● **Given records**
-- Opening Marker --

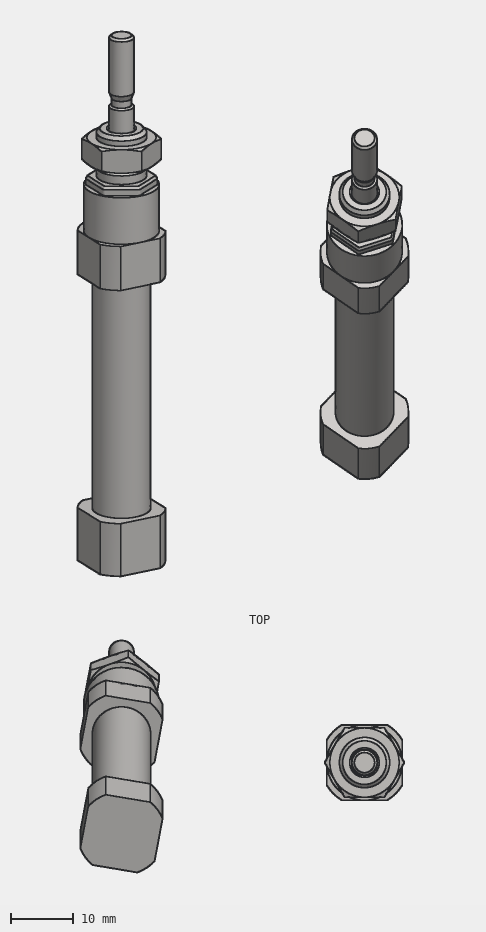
import cadquery as cq
import math

CAP_TOP = 9.0
HEAD_BOTTOM = 48.7
HEAD_SQUARE_TOP = 56.2
HEAD_TOP = 64.1
COLLAR_TOP = 65.6
NUT_BOTTOM = 68.1
NUT_HEIGHT = 4.0
NUT_TOP = NUT_BOTTOM + NUT_HEIGHT
NECK_TOP = 73.65
GROOVE_BOTTOM = 77.65
ROD_BOTTOM = HEAD_BOTTOM
ROD_TOP = 89.5

SQUARE_WIDTH = 12.0
SQUARE_CORNER_DIAMETER = 14.0
TUBE_DIAMETER = 9.3
HEAD_DIAMETER = SQUARE_WIDTH
COLLAR_ACROSS_FLATS = 10.0
COLLAR_EDGE_RADIUS = 0.5
COLLAR_CHAMFER_HEIGHT = 0.5
COLLAR_CHAMFER_ANGLE = 30.0
COLLAR_CHAMFER_INSET = COLLAR_CHAMFER_HEIGHT * math.tan(math.radians(COLLAR_CHAMFER_ANGLE))
NECK_DIAMETER = 8.0
THREAD_ROOT_DIAMETER = 6.92
NECK_CHAMFER_HEIGHT = 0.65
NECK_CHAMFER_GAP = 0.4

HEXAGON_SIDES = 6

NUT_ACROSS_FLATS = 11.0
NUT_CHAMFER_FACE_DIAMETER = NUT_ACROSS_FLATS
NUT_CHAMFER_ANGLE = 20.0

ROD_DIAMETER = 4.0
ROD_GROOVE_DIAMETER = 3.2
ROD_TIP_CHAMFER = 0.4
GROOVE_LOWER_CHAMFER_HEIGHT = 0.25
GROOVE_HEIGHT = 1.15
GROOVE_UPPER_CONE_HEIGHT = 1.0
BORE_DIAMETER = 4.13
BORE_MOUTH_DIAMETER = 4.7
BORE_MOUTH_DEPTH = (BORE_MOUTH_DIAMETER - BORE_DIAMETER) / 2


def disc(diameter, bottom, top):
    """Cylinder about the Z axis between two levels."""
    return cq.Workplane("XY").workplane(offset=bottom).circle(diameter / 2).extrude(top - bottom)


def frustum(bottom_diameter, top_diameter, bottom, top):
    """Cone stretch about the Z axis between two levels."""
    profile = [
        (0, bottom),
        (bottom_diameter / 2, bottom),
        (top_diameter / 2, top),
        (0, top),
    ]
    return cq.Workplane("XZ").polyline(profile).close().revolve(360, (0, 0), (0, 1))


def hexagon_across_corners(across_flats):
    """Corner-to-corner width of a hexagon of a given width across flats."""
    return across_flats / math.cos(math.pi / HEXAGON_SIDES)


def hexagon(across_flats, bottom, top):
    """Hexagonal prism with two of its corners on the X axis."""
    across_corners = hexagon_across_corners(across_flats)
    base = cq.Workplane("XY").workplane(offset=bottom)
    return base.polygon(HEXAGON_SIDES, across_corners).extrude(top - bottom)


def rounded_square(bottom, top):
    """Square block with its corners turned down to a larger circle."""
    block = (
        cq.Workplane("XY")
        .workplane(offset=bottom)
        .rect(SQUARE_WIDTH, SQUARE_WIDTH)
        .extrude(top - bottom)
    )
    return block.intersect(disc(SQUARE_CORNER_DIAMETER, bottom, top))


def make_collar():
    """Hexagonal collar with rounded upright edges and a chamfered top."""
    collar = hexagon(COLLAR_ACROSS_FLATS, HEAD_TOP, COLLAR_TOP)
    collar = collar.edges("|Z").fillet(COLLAR_EDGE_RADIUS)
    return collar.faces(">Z").chamfer(COLLAR_CHAMFER_HEIGHT, COLLAR_CHAMFER_INSET)


def make_neck():
    """Threaded neck, relieved to the thread root under the nut."""
    lower_chamfer_top = NUT_BOTTOM - NECK_CHAMFER_GAP
    lower_chamfer_bottom = lower_chamfer_top - NECK_CHAMFER_HEIGHT
    upper_chamfer_bottom = NECK_TOP - NECK_CHAMFER_HEIGHT
    return (
        disc(NECK_DIAMETER, COLLAR_TOP, lower_chamfer_bottom)
        .union(frustum(NECK_DIAMETER, THREAD_ROOT_DIAMETER, lower_chamfer_bottom, lower_chamfer_top))
        .union(disc(THREAD_ROOT_DIAMETER, lower_chamfer_top, NUT_TOP))
        .union(disc(NECK_DIAMETER, NUT_TOP, upper_chamfer_bottom))
        .union(frustum(NECK_DIAMETER, THREAD_ROOT_DIAMETER, upper_chamfer_bottom, NECK_TOP))
    )


def make_housing():
    """End cap, tube, head, collar and neck, bored from the top for the rod."""
    body = (
        rounded_square(0, CAP_TOP)
        .union(disc(TUBE_DIAMETER, CAP_TOP, HEAD_BOTTOM))
        .union(rounded_square(HEAD_BOTTOM, HEAD_SQUARE_TOP))
        .union(disc(HEAD_DIAMETER, HEAD_SQUARE_TOP, HEAD_TOP))
        .union(make_collar())
        .union(make_neck())
    )
    bore = disc(BORE_DIAMETER, ROD_BOTTOM, NECK_TOP)
    bore_mouth = frustum(BORE_DIAMETER, BORE_MOUTH_DIAMETER, NECK_TOP - BORE_MOUTH_DEPTH, NECK_TOP)
    return body.cut(bore).cut(bore_mouth)


def make_nut():
    """Hexagonal nut with conical chamfers on both faces."""
    across_corners = hexagon_across_corners(NUT_ACROSS_FLATS)
    overhang = (across_corners - NUT_CHAMFER_FACE_DIAMETER) / 2
    chamfer_height = overhang * math.tan(math.radians(NUT_CHAMFER_ANGLE))
    envelope = (
        frustum(NUT_CHAMFER_FACE_DIAMETER, across_corners, NUT_BOTTOM, NUT_BOTTOM + chamfer_height)
        .union(disc(across_corners, NUT_BOTTOM + chamfer_height, NUT_TOP - chamfer_height))
        .union(frustum(across_corners, NUT_CHAMFER_FACE_DIAMETER, NUT_TOP - chamfer_height, NUT_TOP))
    )
    thread = disc(THREAD_ROOT_DIAMETER, NUT_BOTTOM, NUT_TOP)
    return hexagon(NUT_ACROSS_FLATS, NUT_BOTTOM, NUT_TOP).intersect(envelope).cut(thread)


def make_rod():
    """Piston rod with a chamfered tip and a necked groove below it."""
    groove_top = GROOVE_BOTTOM + GROOVE_HEIGHT
    cone_top = groove_top + GROOVE_UPPER_CONE_HEIGHT
    shoulder_bottom = GROOVE_BOTTOM - GROOVE_LOWER_CHAMFER_HEIGHT
    return (
        disc(ROD_DIAMETER, ROD_BOTTOM, shoulder_bottom)
        .union(frustum(ROD_DIAMETER, ROD_GROOVE_DIAMETER, shoulder_bottom, GROOVE_BOTTOM))
        .union(disc(ROD_GROOVE_DIAMETER, GROOVE_BOTTOM, groove_top))
        .union(frustum(ROD_GROOVE_DIAMETER, ROD_DIAMETER, groove_top, cone_top))
        .union(disc(ROD_DIAMETER, cone_top, ROD_TOP).faces(">Z").chamfer(ROD_TIP_CHAMFER))
    )


housing = make_housing().solids()
nut = make_nut().solids()
rod = make_rod().solids()

result = cq.Compound.makeCompound([housing.val(), nut.val(), rod.val()])

-- Closing Marker --

Your task is to collect every line above that contains the word "frustum".

def frustum(bottom_diameter, top_diameter, bottom, top):
        .union(frustum(NECK_DIAMETER, THREAD_ROOT_DIAMETER, lower_chamfer_bottom, lower_chamfer_top))
        .union(frustum(NECK_DIAMETER, THREAD_ROOT_DIAMETER, upper_chamfer_bottom, NECK_TOP))
    bore_mouth = frustum(BORE_DIAMETER, BORE_MOUTH_DIAMETER, NECK_TOP - BORE_MOUTH_DEPTH, NECK_TOP)
        frustum(NUT_CHAMFER_FACE_DIAMETER, across_corners, NUT_BOTTOM, NUT_BOTTOM + chamfer_height)
        .union(frustum(across_corners, NUT_CHAMFER_FACE_DIAMETER, NUT_TOP - chamfer_height, NUT_TOP))
        .union(frustum(ROD_DIAMETER, ROD_GROOVE_DIAMETER, shoulder_bottom, GROOVE_BOTTOM))
        .union(frustum(ROD_GROOVE_DIAMETER, ROD_DIAMETER, groove_top, cone_top))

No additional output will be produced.